Le aveva vestite, inviluppate di scialli. Era riuscita, ora trascinandole, ora portandole, a scendere con loro le scale, a trarle fuori – fuori da quella casa profanata!
Che cosa fare? Doveva chiamare aiuto? Doveva andare gridando la loro vergogna e la loro disperazione per le vie del villaggio?
No, no, no! Che nessuno le veda, che nessuno sappia mai ciò che è accaduto a loro.
.... Ma che rumore era questo – questo galoppo di cavalli per le vie deserte del villaggio? Ah! sono loro, sono gli ulani!… bisogna fuggire! fuggire!

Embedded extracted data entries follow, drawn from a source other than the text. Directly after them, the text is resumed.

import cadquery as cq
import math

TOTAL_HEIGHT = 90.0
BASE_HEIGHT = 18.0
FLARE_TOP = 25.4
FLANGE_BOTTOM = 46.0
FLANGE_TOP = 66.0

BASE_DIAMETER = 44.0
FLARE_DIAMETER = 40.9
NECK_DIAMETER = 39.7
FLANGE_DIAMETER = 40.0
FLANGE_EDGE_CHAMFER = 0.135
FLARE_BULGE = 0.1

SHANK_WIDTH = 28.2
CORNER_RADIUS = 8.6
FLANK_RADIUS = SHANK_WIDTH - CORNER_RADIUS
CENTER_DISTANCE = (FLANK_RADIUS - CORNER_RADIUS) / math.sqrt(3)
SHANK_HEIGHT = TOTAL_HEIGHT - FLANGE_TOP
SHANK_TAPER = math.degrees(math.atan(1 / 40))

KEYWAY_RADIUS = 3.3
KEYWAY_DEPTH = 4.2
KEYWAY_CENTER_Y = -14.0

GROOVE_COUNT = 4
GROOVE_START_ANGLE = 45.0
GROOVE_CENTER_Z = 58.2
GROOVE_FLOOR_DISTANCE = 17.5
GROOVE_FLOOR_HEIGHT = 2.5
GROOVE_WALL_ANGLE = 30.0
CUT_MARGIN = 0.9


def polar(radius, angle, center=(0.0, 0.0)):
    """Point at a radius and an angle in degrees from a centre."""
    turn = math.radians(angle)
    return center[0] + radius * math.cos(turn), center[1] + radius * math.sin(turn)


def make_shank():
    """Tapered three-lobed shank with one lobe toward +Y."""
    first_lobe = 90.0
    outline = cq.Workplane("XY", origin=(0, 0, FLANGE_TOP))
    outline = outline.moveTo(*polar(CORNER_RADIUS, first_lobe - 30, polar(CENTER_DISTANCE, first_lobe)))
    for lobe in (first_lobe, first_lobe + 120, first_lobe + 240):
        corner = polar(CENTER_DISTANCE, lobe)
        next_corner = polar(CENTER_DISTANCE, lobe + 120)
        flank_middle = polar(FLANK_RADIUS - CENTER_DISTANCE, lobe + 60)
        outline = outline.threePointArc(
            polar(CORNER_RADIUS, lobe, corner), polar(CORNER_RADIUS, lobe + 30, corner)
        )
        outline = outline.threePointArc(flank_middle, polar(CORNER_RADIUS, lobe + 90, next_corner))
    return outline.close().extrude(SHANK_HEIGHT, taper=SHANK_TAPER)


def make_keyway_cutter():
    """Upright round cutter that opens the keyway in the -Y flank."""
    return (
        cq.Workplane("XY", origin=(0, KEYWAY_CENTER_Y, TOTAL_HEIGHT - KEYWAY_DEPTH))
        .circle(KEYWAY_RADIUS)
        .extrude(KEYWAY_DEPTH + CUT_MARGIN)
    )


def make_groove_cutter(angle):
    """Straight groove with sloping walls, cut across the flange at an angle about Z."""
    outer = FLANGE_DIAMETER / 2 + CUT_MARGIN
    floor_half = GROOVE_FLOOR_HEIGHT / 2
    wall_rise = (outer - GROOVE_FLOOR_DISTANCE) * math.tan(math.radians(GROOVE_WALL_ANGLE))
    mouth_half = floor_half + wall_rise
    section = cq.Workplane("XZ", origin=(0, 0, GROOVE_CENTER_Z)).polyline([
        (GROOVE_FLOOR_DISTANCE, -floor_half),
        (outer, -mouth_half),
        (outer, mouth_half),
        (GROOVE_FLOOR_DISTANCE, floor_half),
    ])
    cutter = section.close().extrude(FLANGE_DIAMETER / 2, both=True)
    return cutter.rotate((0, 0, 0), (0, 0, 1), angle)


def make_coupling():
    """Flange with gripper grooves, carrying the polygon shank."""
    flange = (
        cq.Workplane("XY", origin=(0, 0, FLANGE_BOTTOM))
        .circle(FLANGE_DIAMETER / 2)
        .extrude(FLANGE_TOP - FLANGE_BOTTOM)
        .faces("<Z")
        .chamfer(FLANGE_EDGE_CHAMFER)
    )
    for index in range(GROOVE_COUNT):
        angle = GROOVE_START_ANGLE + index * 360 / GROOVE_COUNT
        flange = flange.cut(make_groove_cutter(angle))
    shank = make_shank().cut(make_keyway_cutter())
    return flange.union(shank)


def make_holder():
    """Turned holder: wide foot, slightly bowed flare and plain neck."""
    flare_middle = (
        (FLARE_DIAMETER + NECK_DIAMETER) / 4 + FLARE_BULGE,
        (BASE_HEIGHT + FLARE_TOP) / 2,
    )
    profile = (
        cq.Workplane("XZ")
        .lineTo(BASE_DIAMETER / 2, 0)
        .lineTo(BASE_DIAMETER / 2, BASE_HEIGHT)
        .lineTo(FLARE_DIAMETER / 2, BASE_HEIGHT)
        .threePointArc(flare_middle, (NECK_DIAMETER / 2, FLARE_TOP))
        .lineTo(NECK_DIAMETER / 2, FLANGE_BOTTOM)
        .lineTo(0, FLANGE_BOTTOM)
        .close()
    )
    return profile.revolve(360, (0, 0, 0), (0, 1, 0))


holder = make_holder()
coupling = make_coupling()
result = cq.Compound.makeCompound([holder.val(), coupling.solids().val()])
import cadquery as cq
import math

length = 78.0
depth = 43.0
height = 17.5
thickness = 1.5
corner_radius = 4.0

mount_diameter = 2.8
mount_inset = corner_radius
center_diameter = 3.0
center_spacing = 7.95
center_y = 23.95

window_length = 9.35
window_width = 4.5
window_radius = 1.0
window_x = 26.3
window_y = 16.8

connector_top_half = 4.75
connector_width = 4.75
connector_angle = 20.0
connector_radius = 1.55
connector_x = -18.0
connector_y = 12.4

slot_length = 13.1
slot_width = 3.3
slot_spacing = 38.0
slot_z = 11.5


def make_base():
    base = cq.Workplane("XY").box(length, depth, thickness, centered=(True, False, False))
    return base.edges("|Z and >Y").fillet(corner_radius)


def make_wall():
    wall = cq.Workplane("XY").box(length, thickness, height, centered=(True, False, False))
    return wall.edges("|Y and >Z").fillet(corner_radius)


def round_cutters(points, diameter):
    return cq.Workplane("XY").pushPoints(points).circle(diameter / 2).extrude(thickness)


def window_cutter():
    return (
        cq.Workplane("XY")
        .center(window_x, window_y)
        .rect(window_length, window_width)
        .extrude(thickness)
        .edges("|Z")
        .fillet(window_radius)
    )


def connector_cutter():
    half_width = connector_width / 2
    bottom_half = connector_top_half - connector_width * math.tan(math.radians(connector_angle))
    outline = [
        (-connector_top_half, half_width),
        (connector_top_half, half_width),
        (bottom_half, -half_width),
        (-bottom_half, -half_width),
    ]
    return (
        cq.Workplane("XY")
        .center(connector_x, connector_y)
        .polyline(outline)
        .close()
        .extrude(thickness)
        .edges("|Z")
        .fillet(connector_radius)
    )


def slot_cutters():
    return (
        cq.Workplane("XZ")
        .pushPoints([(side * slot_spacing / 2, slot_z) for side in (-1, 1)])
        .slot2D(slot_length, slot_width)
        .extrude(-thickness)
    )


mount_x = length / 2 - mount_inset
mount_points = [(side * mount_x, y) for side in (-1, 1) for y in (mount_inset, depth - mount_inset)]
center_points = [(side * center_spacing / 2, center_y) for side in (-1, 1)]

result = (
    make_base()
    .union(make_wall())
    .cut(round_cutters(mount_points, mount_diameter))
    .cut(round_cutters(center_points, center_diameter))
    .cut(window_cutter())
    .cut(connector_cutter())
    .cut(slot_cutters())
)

Gemendo, barcollando, incespicando, ella sollevò, portò quelle due creature inconscie per il viottolo sassoso che conduce ai boschi....
—–
E quivi, la mattina seguente, una pattuglia di soldati belgi le trovò.
XIV
Il Ministro episcopale di Maylands, il reverendo Ambrogio Yule, era nel suo studio intento a scrivere l'articolo mensile per la «Northern Ecclesiastical Review.» Il soggetto lo interessava: «Le Nostre Domeniche Peccaminose.» Pensieri e parole gli scorrevano facili; condannava con focosa penna le conversazioni frivole, l'assenza dalla chiesa, la frequentazione dei cinematografi e, in generale, il contegno festivo deplorevole dell'anglosassone gioventù.
Scriveva rapido e fluente nella bella calligrafia nitida di cui assai si compiaceva.
Un bussar lieve alla porta l'interruppe.
«Cosa c'è?» chiese, non senza un'ombra di impazienza.
«C'è una signora che desidera parlarle,» disse Parrot, la cameriera, affacciata all'uscio.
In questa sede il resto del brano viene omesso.